Once the service is deployed, check the running pods:

  ✗ kubectl get pods
NAME                                     READY   STATUS    RESTARTS   AGE
restarting-deployment-54c8678f79-gjh2v   1/1     Running   0          6m38s
restarting-deployment-54c8678f79-l8tsm   1/1     Running   0          6m38s
restarting-deployment-54c8678f79-qjrcb   1/1     Running   0 
 Notice that RESTARTS is initially at zero for each pod. Use a browser or a command line tool like curl to access the /crashme endpoint. At this point, you should see a restart:

  ✗ kubectl get pods
NAME                                     READY   STATUS    RESTARTS   AGE
restarting-deployment-54c8678f79-gjh2v   1/1     Running   1          9m28s
restarting-deployment-54c8678f79-l8tsm   1/1     Running   0          9m28s
restarting-deployment-54c8678f79-qjrcb   1/1     Running   0          9m28s
Each request to that endpoint will result in a restart. However, be careful to not do this more often than every 30 seconds or so, otherwise, the containers will go into CrashLoopBackOff, and it will take time for the service to be available again. You can use this simple shell script to trigger restarts when as needed:

  while true;
curl http://$IP_ADDRESS:8080/crashme; 
sleep 45; 

where $IP_ADDRESS is the IP address of the load balancer you've already created. 

Why do container restarts matter? Well, restarts, to a certain degree, are an expected part of a container’s typical lifecycle in Kubernetes. Too many container restarts, however, could affect the availability of your service, especially when expanded over a larger number of replicas for a given Pod. Not only do excessive restarts degrade the service in question, but they also risks affecting other services downstream that use it as a dependency.

In real life,the culprit for a large number of restarts could be a poorly designed liveness probe, issues like deadlocks in the application itself, or misconfigured memory requests that result in OOMkilled errors. So, it is important for you to proactively alert on container restarts to preempt potential degradation that can cascade across multiple services. 

Configure the alert

Now, you're ready to configure the alert that will notify you when restarts are detected. Here's how to set up your alerting policy:

1 Configure the alert.jpg

You can use the metric, filtered to the specific container name (as specified in the deployment yaml file). Configure the alert to trigger if any timeseries exceeded zero—meaning if any container restarts are observed. 

With the setup done, you are ready to test and see what happens!

Testing the alert

When you’re ready, start the looped script to hit the /crashme endpoint every 45 seconds. The restart_count metric is sampled every 60 seconds, so it shouldn't take very long for an alert to show up on the dashboard:

2 Testing the alert.jpg

You can mouse-over the incident to get more information about it:

3 incident.jpg
Then click on "View Incident". This takes you to the Incident details screen, where you can see the specific resources that triggered it—in this case, the incident is generated by the container.

4 View Incident.jpg

Next, you can click on View Logs to see the logs (in the new Logs Viewer!)—it's immediately apparently that the alert is triggered by the containers restarting:

5 View Logs.jpg

This is all very nicely tied together and makes troubleshooting during an incident much easier!

In summary….
The latest GKE dashboard includes many improvements over previous iterations. The new alerts timeline is intuitive, and incidents are clearly marked so that you can interact with them to get the full details of exactly what happened, all the way down to the container logs that tell you the actual problem.
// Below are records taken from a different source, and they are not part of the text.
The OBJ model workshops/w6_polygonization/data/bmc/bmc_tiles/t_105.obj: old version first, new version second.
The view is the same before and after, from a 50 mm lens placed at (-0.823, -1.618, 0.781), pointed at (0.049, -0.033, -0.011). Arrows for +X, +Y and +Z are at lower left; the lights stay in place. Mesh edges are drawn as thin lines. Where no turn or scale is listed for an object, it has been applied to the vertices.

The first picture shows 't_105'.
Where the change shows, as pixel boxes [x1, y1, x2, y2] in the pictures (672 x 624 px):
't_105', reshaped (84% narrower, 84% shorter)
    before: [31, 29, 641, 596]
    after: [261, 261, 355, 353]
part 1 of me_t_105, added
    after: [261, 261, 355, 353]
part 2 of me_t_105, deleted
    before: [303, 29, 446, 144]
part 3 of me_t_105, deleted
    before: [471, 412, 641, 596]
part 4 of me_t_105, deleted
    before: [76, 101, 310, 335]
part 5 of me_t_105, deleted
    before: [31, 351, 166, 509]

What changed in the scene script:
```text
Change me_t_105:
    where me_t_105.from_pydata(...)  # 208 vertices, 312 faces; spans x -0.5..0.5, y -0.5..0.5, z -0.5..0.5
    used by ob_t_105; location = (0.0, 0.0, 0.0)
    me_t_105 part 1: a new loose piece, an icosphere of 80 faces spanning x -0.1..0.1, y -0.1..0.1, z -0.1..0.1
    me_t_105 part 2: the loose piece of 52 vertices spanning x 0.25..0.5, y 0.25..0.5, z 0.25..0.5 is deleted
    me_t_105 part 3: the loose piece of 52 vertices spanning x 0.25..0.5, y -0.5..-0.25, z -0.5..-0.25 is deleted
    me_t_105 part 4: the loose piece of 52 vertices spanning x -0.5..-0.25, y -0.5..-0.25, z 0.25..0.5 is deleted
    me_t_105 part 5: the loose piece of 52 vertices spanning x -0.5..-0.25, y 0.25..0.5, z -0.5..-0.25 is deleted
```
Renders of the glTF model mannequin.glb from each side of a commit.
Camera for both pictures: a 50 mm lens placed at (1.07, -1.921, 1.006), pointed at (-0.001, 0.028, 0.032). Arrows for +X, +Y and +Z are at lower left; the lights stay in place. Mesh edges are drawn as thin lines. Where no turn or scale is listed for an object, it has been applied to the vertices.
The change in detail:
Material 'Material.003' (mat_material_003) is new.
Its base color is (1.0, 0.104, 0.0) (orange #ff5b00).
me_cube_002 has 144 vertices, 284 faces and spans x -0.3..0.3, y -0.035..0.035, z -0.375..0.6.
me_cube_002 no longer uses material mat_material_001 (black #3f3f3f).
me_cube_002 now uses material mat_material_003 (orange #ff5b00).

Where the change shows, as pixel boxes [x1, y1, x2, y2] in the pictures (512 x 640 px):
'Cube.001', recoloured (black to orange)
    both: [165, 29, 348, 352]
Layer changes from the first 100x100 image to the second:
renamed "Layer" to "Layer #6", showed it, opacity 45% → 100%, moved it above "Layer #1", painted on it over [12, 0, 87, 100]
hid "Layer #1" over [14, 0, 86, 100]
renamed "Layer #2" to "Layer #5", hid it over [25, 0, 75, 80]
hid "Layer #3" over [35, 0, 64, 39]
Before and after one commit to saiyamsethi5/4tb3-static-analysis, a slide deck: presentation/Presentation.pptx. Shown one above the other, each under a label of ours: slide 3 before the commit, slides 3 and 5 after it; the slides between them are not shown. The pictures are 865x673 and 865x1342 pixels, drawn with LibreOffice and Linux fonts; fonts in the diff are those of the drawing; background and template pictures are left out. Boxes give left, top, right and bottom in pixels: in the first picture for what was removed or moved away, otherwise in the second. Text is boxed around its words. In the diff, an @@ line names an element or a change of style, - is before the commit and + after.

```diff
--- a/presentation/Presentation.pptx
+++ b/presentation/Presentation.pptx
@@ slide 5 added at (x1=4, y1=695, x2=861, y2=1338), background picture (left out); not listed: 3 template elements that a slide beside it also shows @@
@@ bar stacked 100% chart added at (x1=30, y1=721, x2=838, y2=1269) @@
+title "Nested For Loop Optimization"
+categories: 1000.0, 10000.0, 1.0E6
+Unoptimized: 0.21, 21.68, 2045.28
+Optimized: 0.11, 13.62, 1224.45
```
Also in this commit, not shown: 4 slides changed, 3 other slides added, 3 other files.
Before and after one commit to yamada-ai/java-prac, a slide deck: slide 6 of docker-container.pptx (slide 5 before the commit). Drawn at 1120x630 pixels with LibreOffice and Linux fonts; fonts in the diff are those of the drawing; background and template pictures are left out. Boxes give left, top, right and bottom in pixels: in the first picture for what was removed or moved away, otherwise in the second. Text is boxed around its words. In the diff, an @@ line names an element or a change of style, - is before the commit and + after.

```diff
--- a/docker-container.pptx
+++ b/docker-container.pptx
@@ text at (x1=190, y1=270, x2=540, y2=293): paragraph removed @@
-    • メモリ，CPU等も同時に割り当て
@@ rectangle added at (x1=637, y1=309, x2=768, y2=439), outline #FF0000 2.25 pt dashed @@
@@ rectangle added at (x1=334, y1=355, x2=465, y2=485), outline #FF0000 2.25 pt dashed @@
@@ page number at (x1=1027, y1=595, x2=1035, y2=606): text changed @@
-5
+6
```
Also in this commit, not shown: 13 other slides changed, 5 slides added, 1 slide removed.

As an oncall SRE or DevOps engineer for a service running on GKE, the GKE dashboard makes it easier for you to respond to incidents. You're now able to go from an incident all the way to debug logs quickly and easily and reduce the time it takes to triage and mitigate incidents. For a short overview on how to troubleshoot services on GKE, check out this video:


Popular posts from this blog

Use Vault for Gmail Confidential Messages and Jamboard Files

Google vault will be supporting two new formats in the future, Gmail confidential mode emails & Jamboard files stored in Google Drive. Google Vault gives you a chance to retain, hold, search, and export data to support your organization’s retention and eDiscovery needs. This dispatch includes support for new information types with the goal that you can thoroughly oversee your association's information. What happens when individuals in your association sends confidential messages? Vault can hold, retain, search, and export all confidential mode messages sent by users in your association. Messages are constantly accessible to Vault, notwithstanding when the sender sets a termination date or denies access to private messages. Here’s an example of what will see in Vault when they search for and preview this email sent by . But It’ll not work vise versa. Admins can hold, retain, search and export message headers and s

Zoom’s Work Transformation Summit on Jan. 19: Fresh Approaches for Moving Forward

These past two years have undoubtedly reshaped work. More specifically, these past two years — shuffling between remote, in-person, and hybrid work scenarios — reshaped what employees expect out of their jobs, how they want to work, and what the office means to them.  Organizations are challenged with making big decisions to meet those expectations, and those decisions will dramatically alter how they hire, manage their facilities, buy technology, and maintain productivity. Simply adjusting policies and retooling previous work models won’t do. It takes a comprehensive reimagining. To help organizations navigate this next phase of work, Zoom is hosting our  Work Transformation Summit  on Jan. 19, a free, half-day virtual event designed to provide you and your organization with meaningful strategies, creative approaches, and innovative solutions for redefining work.  Summit attendees will have the opportunity to hear from peers and industry experts on the importance of embracing technolo

Access well-known educational technology tools straight from Google Classroom.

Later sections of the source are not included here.